Movie Review: Charlie’s Angels

Elizabeth Banks has done a lot of memorable work as an actor, director and now writer. This time it’s quite forgettable with Charlie’s Angels. The reboot of the classic 70’s TV series, and more recently to early 2000’s movies takes a turn for the worse. So is there anything salvageable about this new version of the Angels worth checking out? Find out below.


If you are familiar with the series or the previous movies, you know Bosley is the Angel’s boss. This Angel story has a Bosley all around the globe. They are like regional company managers. The main ones we are focusing on here is Bosley herself (Elizabeth Banks) and John Bosley (Patrick Stewart).

Now that I got that out of the way, the Angels are Sabina Wilson (Kristen Stewart), Elena Houghlin (Naomi Scott) and Jane Kano (Ella Balinska). I’ll try to explain in my best ability the plot of this movie (believe me it’s not an easy task). The Angels are tasked with a mission that has an international security technology go awry. Stop the ticking time bomb and save to world. Angels…go!


The cast looks good on paper. Talented rising actors such as Naomi Scott and Ella Balinska don’t get their proper due to shine. Instead they are crowded with pointless fodder and busy background nonsense. I’m shocked respected actors such as the Stewart’s (Patrick and Kristen) took on these roles. How in the world were they bamboozled into this? Especially Kristen, who has had a nice run of some impressive indie work. Either way, talent wasted all-around.

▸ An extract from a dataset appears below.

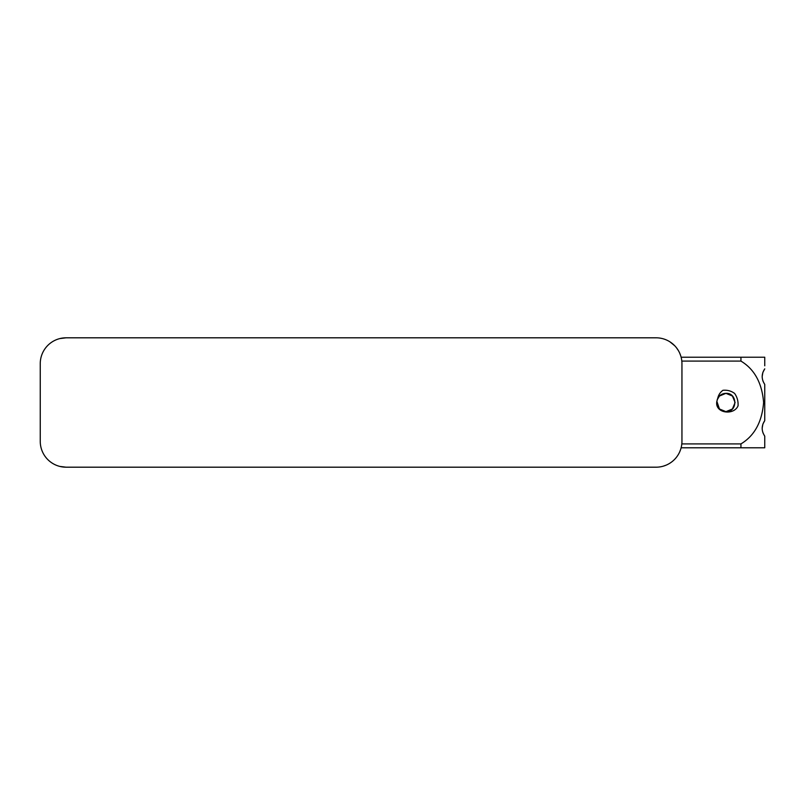 <?xml version="1.0" encoding="UTF-8"?>
<svg xmlns="http://www.w3.org/2000/svg" width="805" height="805" viewBox="0 0 805 805"><rect width="100%" height="100%" fill="white"/><g stroke="black" fill="none" stroke-linecap="round" stroke-linejoin="round"><path stroke-width="1.21" d="M717.728 398.425L716.853 401.323C714.498 413.347 733.908 415.823 738.054 405.811C738.336 401.242 737.189 397.107 734.603 393.414C731.131 390.898 727.237 389.872 722.92 390.304C720.153 392.327 718.422 395.034 717.728 398.425L717.185 399.793L717.728 398.425C719.499 395.185 722.236 393.484 725.939 393.343L719.459 396.02L725.939 393.343L719.459 396.02L717.185 399.793M681.815 361.093L740.942 361.093L740.942 357.219L681.131 357.219M681.131 447.781L740.942 447.781L740.942 443.907C754.456 435.797 762.013 422.001 763.613 402.5C762.013 382.999 754.456 369.203 740.942 361.093M740.942 443.907L681.815 443.907M764.398 435.646L762.919 432.728M762.164 428.29L762.878 424.124L764.75 420.613L764.75 417.554M764.388 383.874L762.919 380.976M762.164 376.539L762.878 372.373L764.75 368.861C761.349 374.023 761.349 379.205 764.75 384.388L764.75 420.613C761.349 425.775 761.349 430.947 764.75 436.139L764.75 447.781L740.942 447.781M764.75 389.56L764.75 384.388M764.75 365.802L764.75 357.219L740.942 357.219M716.782 402.5L719.459 408.98L725.939 411.657L719.459 408.98L716.853 401.323L719.459 408.98L725.939 411.657C737.752 412.23 737.752 392.77 725.939 393.343L719.459 396.02M716.853 401.323L719.459 408.98L725.939 411.657C737.752 412.23 737.752 392.77 725.939 393.343C737.752 392.77 737.752 412.23 725.939 411.657C737.752 412.23 737.752 392.77 725.939 393.343L732.419 396.02L735.096 402.5L732.419 408.98M719.459 408.98L725.939 411.657C737.752 412.23 737.752 392.77 725.939 393.343L732.419 396.02M725.939 393.343C737.752 392.77 737.752 412.23 725.939 411.657L732.419 408.98L735.096 402.5M66.121 337.808L656.075 337.808A25.871 25.871 0 0 1 681.946 363.689L681.946 441.311A25.871 25.871 0 0 1 656.075 467.192L66.121 467.192A25.871 25.871 0 0 1 40.25 441.311L40.25 363.689A25.871 25.871 0 0 1 66.121 337.808L59.892 338.573M669.961 341.853L674.741 345.768M676.431 347.71L678.323 350.477M679.682 353.093L680.648 355.579M681.916 442.589L681.734 444.652M680.507 449.834L680.275 450.468M680.658 449.381L679.692 451.887M666.198 465.129L663.32 466.155M657.423 467.152L656.8 467.182M59.892 466.427L66.121 467.192"/></g></svg>
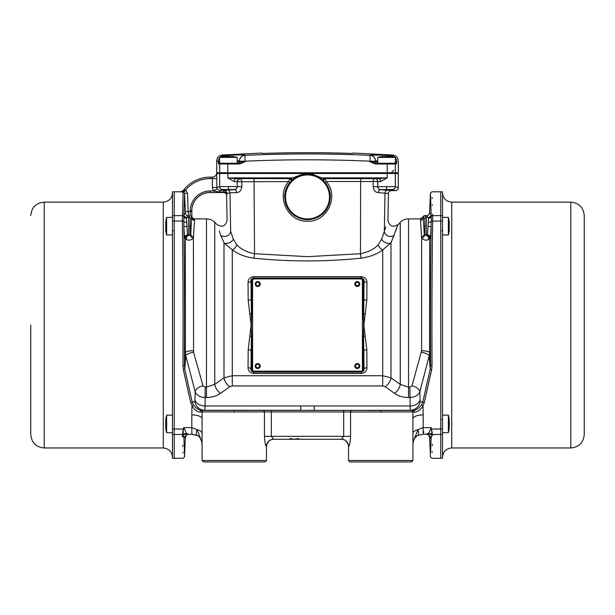 <?xml version="1.0" encoding="UTF-8"?>
<svg xmlns="http://www.w3.org/2000/svg" width="615" height="615" viewBox="0 0 615 615"><rect width="100%" height="100%" fill="white"/><g stroke="black" fill="none" stroke-linecap="round" stroke-linejoin="round"><path stroke-width="0.92" d="M292.386 180.08L289.711 182.563C286.382 186.768 284.684 191.549 284.63 196.923C285.99 210.807 293.609 218.433 307.492 219.786C321.391 218.44 329.017 210.814 330.37 196.923C330.324 191.519 328.595 186.699 325.197 182.447L320.922 178.804C311.974 172.953 303.018 172.953 294.062 178.819L292.386 180.08L291.525 178.304L304.517 173.492L216.772 173.492L216.818 187.49L219.686 186.622L228.426 186.53L228.426 189.458L222.599 189.551L219.724 190.45L219.724 191.934L223.875 191.934A2.929 1.937 -178.7 0 1 226.804 193.817L226.712 195.301A2.929 2.929 -120.9 0 0 223.783 192.426L210.122 192.526A18.304 18.304 0 0 0 191.819 210.83A18.304 18.304 0 0 1 210.122 192.526L223.699 192.526L223.921 190.45A2.929 2.921 -109.1 0 1 226.843 193.325L226.804 193.817L226.843 193.325L229.995 192.856L230.656 231.363C225.943 216.857 225.943 216.857 230.656 231.363L233.354 239.204L236.775 244.839C241.026 249.252 246.946 252.212 254.533 253.734L307.5 256.663L360.467 253.734C368.108 252.188 374.028 249.221 378.225 244.839L381.646 239.204L384.344 231.363C389.057 216.857 389.057 216.857 384.344 231.363L385.766 226.912M190.097 222.084L190.097 230.248L190.097 222.084M424.904 230.248L424.904 222.084L424.904 230.248M253.849 276.635L361.151 276.635C364.849 277.111 366.786 279.026 366.947 282.362L366.817 300.243L363.872 325.043L366.817 349.85A2.929 0.807 -0.3 0 0 363.888 350.658L363.888 368.985L363.027 371.06L360.959 371.914L254.041 371.914L251.973 371.06L251.112 368.985L251.112 350.658A2.929 0.807 0.3 0 0 248.183 349.85L251.128 325.043L248.183 300.243L248.053 282.362C248.222 279.026 250.151 277.111 253.849 276.635L253.849 277.988C251.819 278.426 250.866 279.425 250.982 280.97L251.412 313.688L251.843 313.688L251.128 325.043L251.843 336.405L251.412 336.405L250.982 369.123C250.859 370.668 251.812 371.66 253.849 372.106L253.849 373.459C250.151 372.982 248.214 371.068 248.053 367.732L248.183 349.85M248.183 300.243A2.929 0.807 179.7 0 0 251.112 299.436L251.112 281.101L251.973 279.033L254.041 278.18L254.041 278.91L252.488 279.548L251.843 281.101L251.843 313.688M363.027 279.033L363.888 281.101L363.888 299.436L364.019 280.97C364.142 279.425 363.188 278.434 361.151 277.988L253.849 277.988L360.959 278.18L363.027 279.033L362.512 279.548L360.959 278.91L254.041 278.91M186.706 239.658A2.929 2.691 92.3 0 1 189.136 235.46L188.628 234.953L188.628 217.379L186.76 217.379L186.46 218.279L187.49 234.953L189.136 235.46L190.765 234.161L191.672 216.288A2.929 2.921 12.6 0 0 194.601 219.209L193.394 238.036C191.311 240.127 189.082 240.673 186.706 239.658L184.562 237.959L183.854 226.635C184.508 271.054 184.7 317.348 184.439 365.518L185.346 352.603L185.346 238.412A2.929 2.929 121.1 0 1 188.275 235.391M424.642 215.657A1.461 1.461 135 0 0 423.235 216.734L424.235 234.161L425.864 235.46L427.51 234.953L428.54 218.279L426.656 215.657L424.642 215.657L426.372 217.379L426.372 234.953A1.461 1.461 -135 0 1 424.904 233.485L424.904 218.848L423.489 217.426A2.929 2.89 -6 0 1 420.56 220.316L420.406 218.886L408.529 218.886L408.529 387.112L409.867 387.112L411.996 385.836L421.606 350.735A8.057 1.953 180 0 1 429.654 352.603L430.562 365.518C430.3 317.286 430.492 270.992 431.146 226.635L430.438 237.959L428.294 239.658C425.911 240.665 423.689 240.127 421.606 238.036L420.56 220.316M380.631 181.548A2.929 1.983 90 0 0 378.648 178.619L387.219 177.889L380.631 181.548L377.725 181.548L377.725 186.699L395.314 186.622L398.289 187.698L398.289 173.492L310.483 173.492L321.584 177.889L324.643 178.55L323.613 180.918A22.709 22.709 0 0 1 307.5 219.632A22.709 22.709 0 0 1 291.379 180.933L290.349 178.565L291.525 178.304M228.426 186.53L237.213 186.637A2.929 2.929 135 0 1 234.284 189.558L228.426 189.458M386.574 189.635C381.731 189.589 381.731 189.543 386.574 189.497C381.731 189.543 381.731 189.589 386.574 189.635C381.731 189.589 381.731 189.543 386.574 189.497C391.409 189.543 391.409 189.589 386.574 189.635C391.409 189.589 391.409 189.543 386.574 189.497M390.294 189.535L382.499 189.566M228.426 189.635C223.591 189.589 223.591 189.543 228.426 189.497C233.27 189.543 233.27 189.589 228.426 189.635C223.591 189.589 223.591 189.543 228.426 189.497C233.27 189.543 233.27 189.589 228.426 189.635M224.759 189.597L224.352 189.566M219.724 191.934L213.305 190.965L212.429 187.49L216.818 187.49L217.172 188.882L219.724 190.45L234.438 189.712C235.653 189.974 236.598 188.966 237.275 186.699L237.213 181.709L234.323 181.556L227.781 177.896L293.393 177.896L294.062 178.819M380.716 410.374L368.177 410.482L380.716 410.374M234.284 410.374L246.823 410.482L234.284 410.374M185.376 435.766L184.562 456.914L183.101 458.313L174.253 458.313L174.253 434.474L182.386 434.474L182.355 435.581M395.829 230.617L397.659 225.39M397.69 225.298L400.242 222.315C402.548 220.078 405.316 218.932 408.529 218.886M323.959 181.094A1.461 1.461 -90 0 1 325.012 178.619L326.265 181.494C339.495 196.131 327.195 222.2 307.5 221.223C287.874 222.215 275.551 196.239 288.635 181.617L241.841 181.725L241.849 186.645C241.234 190.519 239.489 192.503 236.629 192.595L229.995 192.856A2.929 2.875 -95.3 0 0 227.12 189.974M194.601 219.209L194.747 218.886A2.929 2.929 84.6 0 1 191.819 215.957C191.995 217.733 192.972 218.709 194.747 218.886L206.471 218.886C209.684 218.932 212.452 220.078 214.758 222.315L214.758 384.383L223.998 377.818L232.286 375.727L382.714 375.727L391.002 377.818L400.242 384.383L408.529 387.112L408.529 397.513C403.071 397.451 398.412 396.068 394.546 393.369L385.305 386.727L382.714 385.951L232.286 385.951L229.695 386.727L220.454 393.369C216.565 396.075 211.898 397.459 206.471 397.513L205.133 397.513C200.044 397.282 196.731 395.391 195.193 391.84L185.753 355.616L184.8 369.238L192.157 401.902L193.271 404.655C196.239 408.56 199.137 410.474 201.966 410.397L413.034 410.397C415.871 410.466 418.769 408.56 421.729 404.655L422.843 401.902L430.2 369.238L429.247 355.616L419.807 391.84C418.262 395.391 414.948 397.282 409.867 397.513L408.529 397.513M423.235 216.734L420.406 218.886A2.929 2.929 -85.3 0 0 423.235 216.734L424.642 215.65L426.656 215.65C428.371 215.496 429.347 214.566 429.577 212.852L430.438 193.179L431.899 191.78L440.747 191.78L440.747 215.619L442.508 215.634L442.508 458.298L440.747 458.298M430.492 194.717L430.546 196.293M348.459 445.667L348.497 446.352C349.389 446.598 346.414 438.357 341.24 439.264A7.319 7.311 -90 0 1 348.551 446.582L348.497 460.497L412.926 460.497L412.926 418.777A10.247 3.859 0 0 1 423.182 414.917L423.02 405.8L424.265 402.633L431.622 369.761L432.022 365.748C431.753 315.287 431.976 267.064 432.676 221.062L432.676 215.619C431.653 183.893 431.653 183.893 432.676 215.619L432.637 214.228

Banks is at the center of this movie as a point of emphasis. She’s the co-writer, director and one of the main stars. So she has a lot to on her plate. Apparently juggling several roles doesn’t result in a good outcome. Her performance was the least of the issues. All the actors tried hard, but at some point the script just cripples all the effort.


Sadly the talented and highly regarded actors in this film are put to bad use. The script is poor and directionless. The dialogue is corny (not the good kind) and filled with meaningless catchphrases. None of the characters have a flushed out backstory or purpose, even the Angels don’t seem interesting and relevant.

I really needed to pause and gather ideas on how to summarize this plot. Check out the Imdb page for summary inspiration (hint: you won’t get one). It’s just a cluster of action and “cool” gadgets. Save the world from a evil man and mission accomplished. Lazy and empty story.


Some elements were passable. A few of the action sequences were alright. Some of the gadgets were interesting, but when chaos just keeps ensuing and a purpose isn’t standing out, then that’s a problem. These women kick-ass. So it has an element of female empowerment that sticks with this movie, but it’s overshadowed by the weak portrayal of men.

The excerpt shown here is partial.